***** Data provided *****

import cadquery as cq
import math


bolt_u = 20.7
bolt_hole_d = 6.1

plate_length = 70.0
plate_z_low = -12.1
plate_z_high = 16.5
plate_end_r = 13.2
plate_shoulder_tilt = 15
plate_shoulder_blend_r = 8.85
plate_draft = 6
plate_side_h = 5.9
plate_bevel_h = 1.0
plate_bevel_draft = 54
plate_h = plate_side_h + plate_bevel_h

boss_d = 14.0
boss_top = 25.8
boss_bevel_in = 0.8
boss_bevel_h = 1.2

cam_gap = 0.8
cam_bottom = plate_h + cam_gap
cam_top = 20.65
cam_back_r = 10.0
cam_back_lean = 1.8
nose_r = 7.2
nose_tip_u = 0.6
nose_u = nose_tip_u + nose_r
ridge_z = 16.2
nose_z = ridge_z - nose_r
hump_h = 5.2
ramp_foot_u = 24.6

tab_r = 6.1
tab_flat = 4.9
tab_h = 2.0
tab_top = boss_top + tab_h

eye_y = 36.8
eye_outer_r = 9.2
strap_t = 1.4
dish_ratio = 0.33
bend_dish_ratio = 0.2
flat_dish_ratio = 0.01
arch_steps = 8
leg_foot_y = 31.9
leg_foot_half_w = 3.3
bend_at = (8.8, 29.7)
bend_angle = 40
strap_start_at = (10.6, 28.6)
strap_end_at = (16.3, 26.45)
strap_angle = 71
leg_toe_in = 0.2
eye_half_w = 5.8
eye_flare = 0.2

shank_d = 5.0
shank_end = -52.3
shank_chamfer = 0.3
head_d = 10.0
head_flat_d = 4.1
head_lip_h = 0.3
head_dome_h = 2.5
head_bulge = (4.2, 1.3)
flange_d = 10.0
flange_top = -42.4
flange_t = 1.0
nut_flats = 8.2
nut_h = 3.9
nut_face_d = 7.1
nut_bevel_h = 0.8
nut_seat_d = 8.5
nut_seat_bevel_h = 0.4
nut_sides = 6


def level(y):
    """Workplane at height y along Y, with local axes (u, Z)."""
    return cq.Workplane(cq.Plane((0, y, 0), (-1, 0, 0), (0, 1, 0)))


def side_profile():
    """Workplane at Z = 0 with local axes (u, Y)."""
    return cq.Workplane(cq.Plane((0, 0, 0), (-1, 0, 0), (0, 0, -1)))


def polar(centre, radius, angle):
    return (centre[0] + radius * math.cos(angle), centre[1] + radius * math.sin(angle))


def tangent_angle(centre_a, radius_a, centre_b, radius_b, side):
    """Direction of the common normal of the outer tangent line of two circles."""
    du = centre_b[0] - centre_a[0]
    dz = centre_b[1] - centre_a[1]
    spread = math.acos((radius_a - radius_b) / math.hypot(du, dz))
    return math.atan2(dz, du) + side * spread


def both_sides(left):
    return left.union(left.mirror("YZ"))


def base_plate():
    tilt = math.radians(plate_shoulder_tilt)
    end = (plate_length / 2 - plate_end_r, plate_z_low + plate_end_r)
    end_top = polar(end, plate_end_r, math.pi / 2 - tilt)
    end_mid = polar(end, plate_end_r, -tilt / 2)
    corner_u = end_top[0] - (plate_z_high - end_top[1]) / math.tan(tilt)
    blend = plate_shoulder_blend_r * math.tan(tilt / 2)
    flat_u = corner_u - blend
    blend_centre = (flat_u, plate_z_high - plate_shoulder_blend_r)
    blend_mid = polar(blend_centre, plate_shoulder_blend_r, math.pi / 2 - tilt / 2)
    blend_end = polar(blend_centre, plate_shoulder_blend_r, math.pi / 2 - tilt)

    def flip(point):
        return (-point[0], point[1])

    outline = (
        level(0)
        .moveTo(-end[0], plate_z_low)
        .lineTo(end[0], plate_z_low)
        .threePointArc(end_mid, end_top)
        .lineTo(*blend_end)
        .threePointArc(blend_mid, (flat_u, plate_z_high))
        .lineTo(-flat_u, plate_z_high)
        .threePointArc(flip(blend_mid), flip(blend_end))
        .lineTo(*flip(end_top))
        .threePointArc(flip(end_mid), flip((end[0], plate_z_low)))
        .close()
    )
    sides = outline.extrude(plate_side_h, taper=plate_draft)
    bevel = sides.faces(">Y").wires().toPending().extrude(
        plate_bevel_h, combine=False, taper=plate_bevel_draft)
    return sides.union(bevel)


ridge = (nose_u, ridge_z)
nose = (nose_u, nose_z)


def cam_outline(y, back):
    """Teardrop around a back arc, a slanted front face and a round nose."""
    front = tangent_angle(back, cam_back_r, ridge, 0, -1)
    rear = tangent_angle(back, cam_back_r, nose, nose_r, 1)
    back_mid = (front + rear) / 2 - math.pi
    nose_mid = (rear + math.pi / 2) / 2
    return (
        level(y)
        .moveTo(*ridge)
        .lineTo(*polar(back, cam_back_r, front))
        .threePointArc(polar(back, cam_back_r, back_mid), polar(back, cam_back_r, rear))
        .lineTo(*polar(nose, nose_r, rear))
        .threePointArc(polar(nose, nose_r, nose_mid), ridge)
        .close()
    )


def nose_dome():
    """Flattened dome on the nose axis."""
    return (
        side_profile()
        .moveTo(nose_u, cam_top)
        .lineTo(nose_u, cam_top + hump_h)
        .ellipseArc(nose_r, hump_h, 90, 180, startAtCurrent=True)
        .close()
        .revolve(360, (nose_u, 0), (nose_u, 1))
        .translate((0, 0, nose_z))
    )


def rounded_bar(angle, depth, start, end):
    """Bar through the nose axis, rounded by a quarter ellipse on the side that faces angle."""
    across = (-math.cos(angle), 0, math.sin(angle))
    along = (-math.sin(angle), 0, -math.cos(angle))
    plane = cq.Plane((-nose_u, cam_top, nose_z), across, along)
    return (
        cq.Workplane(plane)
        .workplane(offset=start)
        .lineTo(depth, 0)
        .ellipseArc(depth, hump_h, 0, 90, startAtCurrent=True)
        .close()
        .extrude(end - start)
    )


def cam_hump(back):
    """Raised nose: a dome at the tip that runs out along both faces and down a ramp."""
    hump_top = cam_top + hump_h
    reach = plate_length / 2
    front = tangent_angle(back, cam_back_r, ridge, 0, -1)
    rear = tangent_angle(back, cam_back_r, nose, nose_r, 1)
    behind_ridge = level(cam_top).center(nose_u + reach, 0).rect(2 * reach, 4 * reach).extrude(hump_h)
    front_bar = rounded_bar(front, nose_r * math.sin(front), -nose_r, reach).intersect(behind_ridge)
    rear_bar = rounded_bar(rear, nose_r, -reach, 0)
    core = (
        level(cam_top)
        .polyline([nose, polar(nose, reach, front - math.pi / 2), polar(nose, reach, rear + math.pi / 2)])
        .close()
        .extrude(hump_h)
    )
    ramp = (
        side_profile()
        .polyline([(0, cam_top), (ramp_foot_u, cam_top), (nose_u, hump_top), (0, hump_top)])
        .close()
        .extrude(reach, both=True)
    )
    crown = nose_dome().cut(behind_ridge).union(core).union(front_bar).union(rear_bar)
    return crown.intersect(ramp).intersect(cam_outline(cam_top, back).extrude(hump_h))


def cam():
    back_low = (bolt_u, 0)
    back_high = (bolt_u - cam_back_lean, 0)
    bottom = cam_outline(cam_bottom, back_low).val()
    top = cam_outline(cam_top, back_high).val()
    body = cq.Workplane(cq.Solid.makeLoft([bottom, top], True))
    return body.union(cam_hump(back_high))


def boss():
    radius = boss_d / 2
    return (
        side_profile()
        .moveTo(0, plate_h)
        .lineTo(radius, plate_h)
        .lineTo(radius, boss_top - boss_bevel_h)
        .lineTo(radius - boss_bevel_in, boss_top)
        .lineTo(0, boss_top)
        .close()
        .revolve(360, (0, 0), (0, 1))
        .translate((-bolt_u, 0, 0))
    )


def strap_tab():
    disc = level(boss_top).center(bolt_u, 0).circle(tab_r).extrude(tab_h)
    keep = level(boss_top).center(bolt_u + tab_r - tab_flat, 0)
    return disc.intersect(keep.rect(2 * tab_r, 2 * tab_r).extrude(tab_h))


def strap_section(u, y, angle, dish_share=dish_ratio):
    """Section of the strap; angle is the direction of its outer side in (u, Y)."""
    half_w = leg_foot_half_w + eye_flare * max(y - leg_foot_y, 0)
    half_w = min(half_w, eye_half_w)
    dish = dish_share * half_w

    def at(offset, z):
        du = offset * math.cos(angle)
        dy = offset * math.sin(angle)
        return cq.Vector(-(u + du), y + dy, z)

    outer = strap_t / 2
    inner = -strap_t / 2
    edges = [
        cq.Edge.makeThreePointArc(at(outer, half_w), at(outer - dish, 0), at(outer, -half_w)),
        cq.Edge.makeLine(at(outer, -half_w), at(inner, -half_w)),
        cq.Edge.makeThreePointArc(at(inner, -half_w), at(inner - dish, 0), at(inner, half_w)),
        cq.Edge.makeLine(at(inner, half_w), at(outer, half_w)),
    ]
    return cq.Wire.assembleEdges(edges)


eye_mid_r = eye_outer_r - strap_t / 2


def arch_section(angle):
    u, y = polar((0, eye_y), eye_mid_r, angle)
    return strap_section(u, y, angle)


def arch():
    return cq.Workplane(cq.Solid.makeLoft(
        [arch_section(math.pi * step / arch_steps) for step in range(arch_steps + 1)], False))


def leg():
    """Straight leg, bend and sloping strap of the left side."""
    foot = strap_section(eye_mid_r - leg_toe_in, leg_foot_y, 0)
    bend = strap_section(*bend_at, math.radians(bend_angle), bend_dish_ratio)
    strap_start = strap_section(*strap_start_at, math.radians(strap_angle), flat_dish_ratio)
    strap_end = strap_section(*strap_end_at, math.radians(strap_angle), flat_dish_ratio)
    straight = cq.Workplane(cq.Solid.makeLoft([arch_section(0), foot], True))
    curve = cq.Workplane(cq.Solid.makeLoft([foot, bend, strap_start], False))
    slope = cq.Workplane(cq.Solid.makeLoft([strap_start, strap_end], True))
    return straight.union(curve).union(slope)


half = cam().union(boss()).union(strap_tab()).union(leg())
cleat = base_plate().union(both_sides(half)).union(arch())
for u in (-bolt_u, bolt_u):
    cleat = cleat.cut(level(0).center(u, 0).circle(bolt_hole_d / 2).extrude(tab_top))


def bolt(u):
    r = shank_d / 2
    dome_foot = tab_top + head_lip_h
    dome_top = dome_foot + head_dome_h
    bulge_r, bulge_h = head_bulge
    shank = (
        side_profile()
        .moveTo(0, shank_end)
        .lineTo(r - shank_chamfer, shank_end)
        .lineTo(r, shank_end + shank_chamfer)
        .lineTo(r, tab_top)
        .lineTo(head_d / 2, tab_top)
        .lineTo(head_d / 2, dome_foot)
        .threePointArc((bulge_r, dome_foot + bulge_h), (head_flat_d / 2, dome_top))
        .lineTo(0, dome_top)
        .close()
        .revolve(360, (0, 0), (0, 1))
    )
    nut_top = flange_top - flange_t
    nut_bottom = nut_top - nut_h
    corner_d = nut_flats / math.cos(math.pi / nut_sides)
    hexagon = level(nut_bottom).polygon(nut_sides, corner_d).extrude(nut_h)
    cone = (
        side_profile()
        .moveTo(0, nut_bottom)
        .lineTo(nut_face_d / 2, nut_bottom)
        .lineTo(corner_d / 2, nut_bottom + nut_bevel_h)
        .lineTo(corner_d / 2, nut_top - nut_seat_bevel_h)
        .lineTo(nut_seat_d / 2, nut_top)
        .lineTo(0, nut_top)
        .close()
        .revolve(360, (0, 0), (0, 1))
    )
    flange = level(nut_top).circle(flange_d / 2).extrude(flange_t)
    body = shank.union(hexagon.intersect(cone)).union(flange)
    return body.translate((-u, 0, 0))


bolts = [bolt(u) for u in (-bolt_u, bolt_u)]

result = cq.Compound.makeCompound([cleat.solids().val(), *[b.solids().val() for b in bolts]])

*****
***** Data provided *****

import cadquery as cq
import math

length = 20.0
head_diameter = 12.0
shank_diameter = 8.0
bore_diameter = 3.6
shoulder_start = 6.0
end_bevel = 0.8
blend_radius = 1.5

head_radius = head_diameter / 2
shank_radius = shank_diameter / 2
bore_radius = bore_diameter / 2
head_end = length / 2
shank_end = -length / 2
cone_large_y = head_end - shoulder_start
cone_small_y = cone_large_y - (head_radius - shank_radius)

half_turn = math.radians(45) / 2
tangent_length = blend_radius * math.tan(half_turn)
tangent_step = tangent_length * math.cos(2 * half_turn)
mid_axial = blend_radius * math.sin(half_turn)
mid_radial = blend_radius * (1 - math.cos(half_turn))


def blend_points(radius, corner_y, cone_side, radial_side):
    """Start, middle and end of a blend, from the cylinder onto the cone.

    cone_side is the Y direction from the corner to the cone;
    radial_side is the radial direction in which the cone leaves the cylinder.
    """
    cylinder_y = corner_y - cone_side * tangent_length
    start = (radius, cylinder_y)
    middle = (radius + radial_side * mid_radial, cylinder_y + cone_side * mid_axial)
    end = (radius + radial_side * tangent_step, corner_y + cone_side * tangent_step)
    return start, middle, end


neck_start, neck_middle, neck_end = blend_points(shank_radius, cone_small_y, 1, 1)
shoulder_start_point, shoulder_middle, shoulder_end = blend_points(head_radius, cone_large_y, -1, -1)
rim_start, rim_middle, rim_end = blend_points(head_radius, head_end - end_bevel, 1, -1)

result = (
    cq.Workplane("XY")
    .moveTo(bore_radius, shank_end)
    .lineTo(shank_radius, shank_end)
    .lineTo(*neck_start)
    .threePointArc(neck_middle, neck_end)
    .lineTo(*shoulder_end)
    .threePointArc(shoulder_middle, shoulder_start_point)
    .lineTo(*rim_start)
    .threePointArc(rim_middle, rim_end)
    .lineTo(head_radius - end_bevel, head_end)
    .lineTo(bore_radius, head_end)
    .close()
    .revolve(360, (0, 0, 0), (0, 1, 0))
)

*****

Each line in which the string "that" is found must be copied from the data.

    """Bar through the nose axis, rounded by a quarter ellipse on the side that faces angle."""
    """Raised nose: a dome at the tip that runs out along both faces and down a ramp."""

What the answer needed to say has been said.